● **Your objective**: Filter the data for "from" and copy matching lines.

*** Opening of Recorded data ***

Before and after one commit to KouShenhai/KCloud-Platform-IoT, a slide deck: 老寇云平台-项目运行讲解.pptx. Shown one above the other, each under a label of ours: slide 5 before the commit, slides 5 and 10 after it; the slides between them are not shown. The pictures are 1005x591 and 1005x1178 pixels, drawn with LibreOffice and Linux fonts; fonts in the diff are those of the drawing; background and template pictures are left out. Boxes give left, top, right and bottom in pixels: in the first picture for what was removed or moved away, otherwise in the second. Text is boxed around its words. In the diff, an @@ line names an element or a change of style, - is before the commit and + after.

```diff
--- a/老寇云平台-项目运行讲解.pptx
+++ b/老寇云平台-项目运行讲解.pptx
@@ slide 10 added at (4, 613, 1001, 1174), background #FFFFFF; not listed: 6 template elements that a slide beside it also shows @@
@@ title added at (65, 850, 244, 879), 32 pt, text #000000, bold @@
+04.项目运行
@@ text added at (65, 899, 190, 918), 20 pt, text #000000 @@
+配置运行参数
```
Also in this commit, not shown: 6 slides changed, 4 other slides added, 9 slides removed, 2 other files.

*** Close of Recorded data ***
*** Opening of Recorded data ***

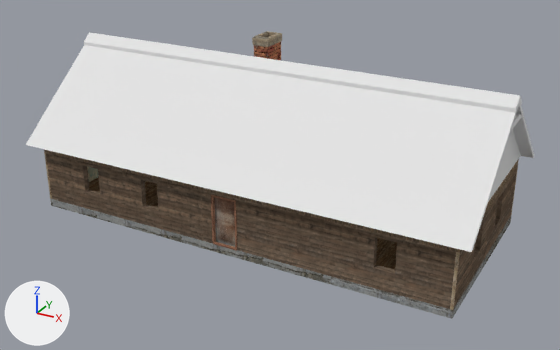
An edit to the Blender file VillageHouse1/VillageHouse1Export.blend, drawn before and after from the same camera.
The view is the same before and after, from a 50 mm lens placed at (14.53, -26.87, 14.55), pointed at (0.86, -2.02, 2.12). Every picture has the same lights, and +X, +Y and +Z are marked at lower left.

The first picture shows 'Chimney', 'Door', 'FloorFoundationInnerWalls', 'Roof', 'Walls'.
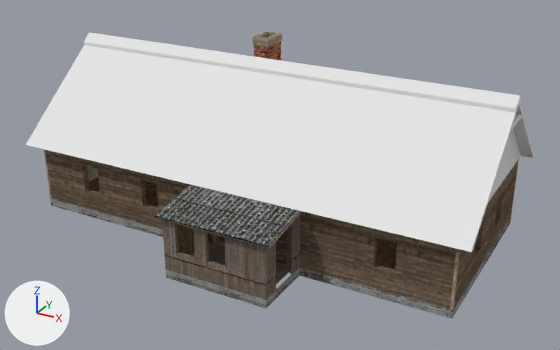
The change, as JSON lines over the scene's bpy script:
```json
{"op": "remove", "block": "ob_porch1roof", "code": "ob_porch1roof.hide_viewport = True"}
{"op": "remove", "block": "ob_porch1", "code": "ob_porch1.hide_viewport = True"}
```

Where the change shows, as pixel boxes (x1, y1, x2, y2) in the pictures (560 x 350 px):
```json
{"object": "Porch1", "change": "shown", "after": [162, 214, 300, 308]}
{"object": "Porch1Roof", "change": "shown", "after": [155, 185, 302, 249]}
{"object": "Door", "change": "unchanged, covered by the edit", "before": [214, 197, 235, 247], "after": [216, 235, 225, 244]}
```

*** Close of Recorded data ***

● **Exercise result**:
An edit to the Blender file VillageHouse1/VillageHouse1Export.blend, drawn before and after from the same camera.
The view is the same before and after, from a 50 mm lens placed at (14.53, -26.87, 14.55), pointed at (0.86, -2.02, 2.12). Every picture has the same lights, and +X, +Y and +Z are marked at lower left.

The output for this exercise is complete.